Features of HANA (Hybrid In-Memory Database):
No Disk
Modern servers provide up to multiple Terabytes of
main memory and allow keeping the complete transactional data in memory. This
eliminates multiple I/O layers and simplifies database design, allowing for
high throughput of transactional and analytical queries.
In-Memory Computing
High performance
in-memory computing will change how enterprises work. Currently, enterprise
data is split into two databases for performance reasons. Disk-based
row-oriented database systems are used for operational data (e.g. "insert
or update a specific sales order") and column-oriented databases are used
for analytics (e.g. “sum of all sales in China grouped by product”). While
analytical databases are often kept in-memory, they can also be mixed with
disk-based storage media.
It is possible to store data sets of entire Fortune 500 companies in main memory. At
the same time, orders of magnitude faster performance than with disk-based
systems can be achieved.
Active and Passive Data
Store
By default, all data is
stored in-memory to achieve high-speed data access. However, not all data is
accessed or updated frequently and needs to reside in-memory, as this increases
the required amount of main memory unnecessarily. This so-called historic or
passive data can be stored in a specific passive data storage based on less
expensive storage media, such as SSDs or hard disks, still providing sufficient
performance for possible accesses at lower cost. The dynamic transition from
active to passive data is supported by the database, based on custom rules
defined as per customer needs.
We define two categories of data stores:
active and passive: We refer to active data when it is accessed frequently and
updates are expected (e.g., access rules). In contrast, we refer to passive
data when this data either is not used frequently and neither updated nor read.

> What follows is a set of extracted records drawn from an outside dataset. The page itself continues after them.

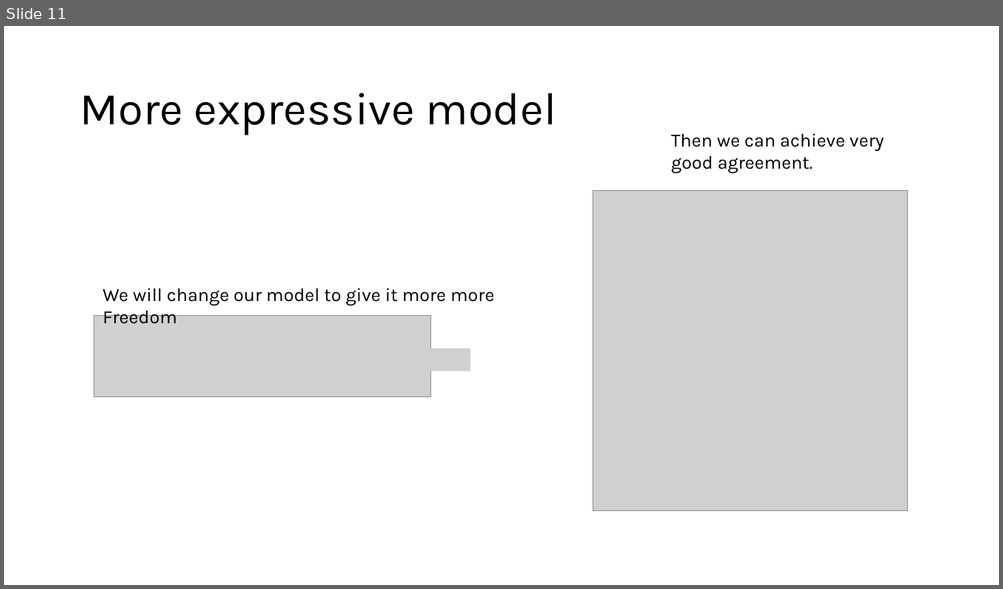
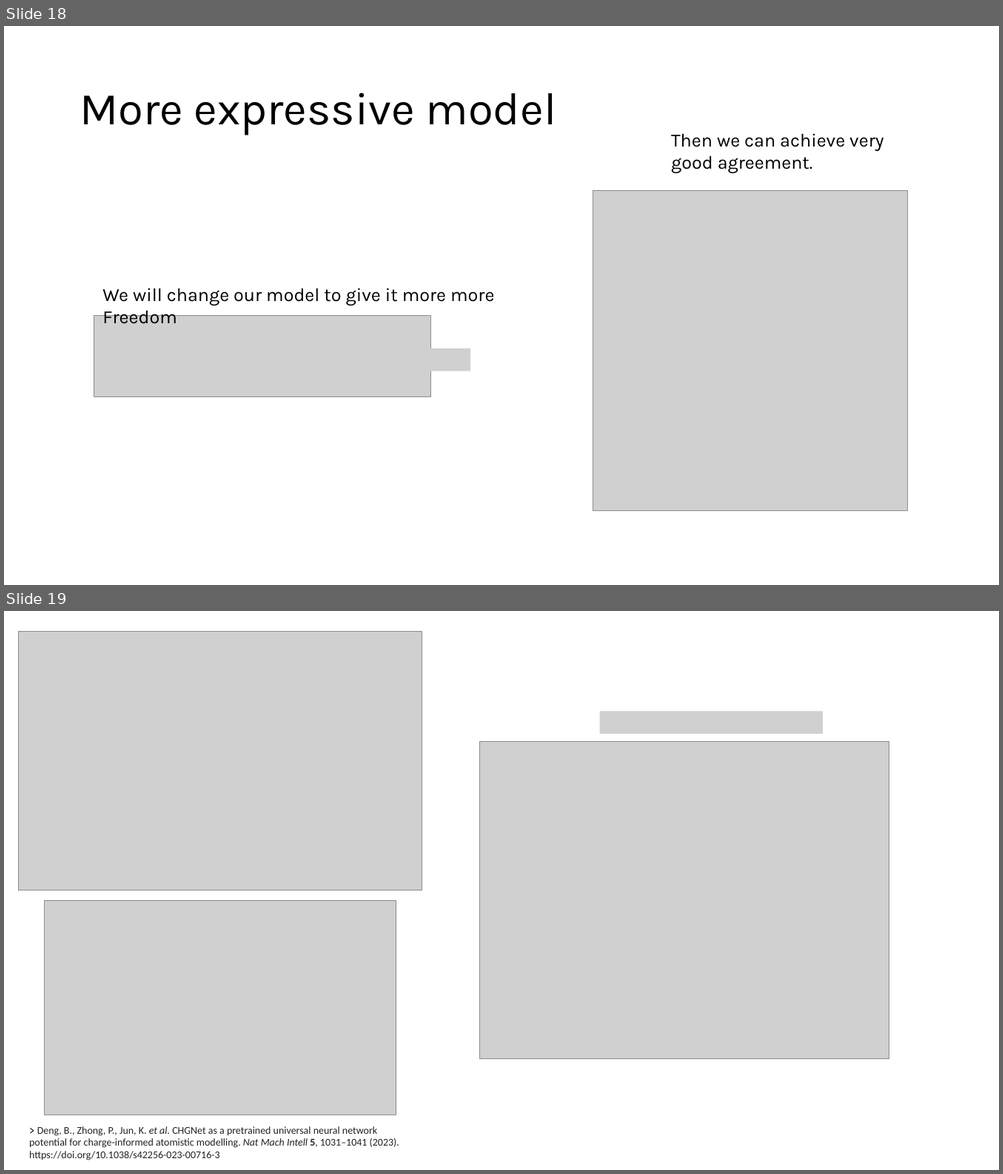
Before and after one commit to Mads-PeterVC/imlms, a slide deck: lessons/lesson_3/lecture3.pptx. Shown one above the other, each under a label of ours: slide 11 before the commit, slides 18 and 19 after it. The pictures are 1003x589 and 1003x1174 pixels, drawn with LibreOffice and Linux fonts; fonts in the diff are those of the drawing; grey boxes stand for pictures. Boxes give left, top, right and bottom in pixels: in the first picture for what was removed or moved away, otherwise in the second. Text is boxed around its words. In the diff, an @@ line names an element or a change of style, - is before the commit and + after.

```diff
--- a/lessons/lesson_3/lecture3.pptx
+++ b/lessons/lesson_3/lecture3.pptx
@@ slide 19 added at <box>4,611,999,1170</box>, background #FFFFFF @@
@@ picture added at <box>18,631,422,891</box> @@
@@ picture added at <box>600,711,822,733</box> @@
@@ picture added at <box>479,741,889,1059</box> @@
@@ picture added at <box>44,900,396,1116</box> @@
@@ text added at <box>29,1127,399,1161</box>, 10 pt, text #222222 @@
+> Deng, B., Zhong, P., Jun, K. et al. CHGNet as a pretrained universal neural network potential for charge-informed atomistic modelling. Nat Mach Intell 5, 1031–1041 (2023). https://doi.org/10.1038/s42256-023-00716-3
@@ what was slide 11 is now slide 18 @@
```
Also in this commit, not shown: 7 other slides added, 6 other files.

Passive data is purely used for analytical and statistical purposes or in
exceptional situations where specific investigations require this data. A possible storage hierarchy is given by memory registers,
cache memory, main memory, flash storages, solid state disks, SAS hard disk
drives, SATA hard disk drives, tapes, etc. As a result, rules for migrating
data from one store to another need to be defined, we refer to it as aging
strategy or aging rules. The process of aging data, i.e. migrating it from a
faster store to a slower one, is considered as background tasks, which occurs
on regularly basis, e.g. weekly or daily. Since this process involves
reorganization of the entire data set, it should be processed during times with
low data access, e.g. during nights or weekends.
Combined Row and Column
Store
To support analytical and
transactional workloads, two different types of database systems evolved. On
the one hand, database systems for transactional workloads store and process
every day’s business data in rows, i.e. attributes are stored side-by-side. On
the other hand, analytical database systems aim to analyze selected attributes
of huge data sets in a very short time.
SQL Interface on Columns
and Rows
Column and row-oriented
storage in HANA provides the foundation to store data according to its frequent
usage patterns in column or in row-oriented manner to achieve optimal
performance. Through the usage of SQL, that supports column as well as
row-oriented storage, the applications on top stay oblivious to the choice of
storage layout.
Minimal Projections
To increase the overall
performance, it is required to select only the minimal set of attributes that
should be projected for each query. This has two important advantages: First,
it dramatically reduces the amount of accessed data that is transferred between
client and server. Second, it reduces the number of accesses to random memory
locations and thus increases the overall performance
Any Attribute as an Index
Traditional row-oriented
databases store tables as collections of tuples. To improve access to specific
values within columns and to avoid scanning the entire table, that is, all
columns and rows, indexes are typically created for these columns. The offsets of the matching
values are used as an index to retrieve the values of the remaining attributes,
avoiding the need to read data that is not required for the result set.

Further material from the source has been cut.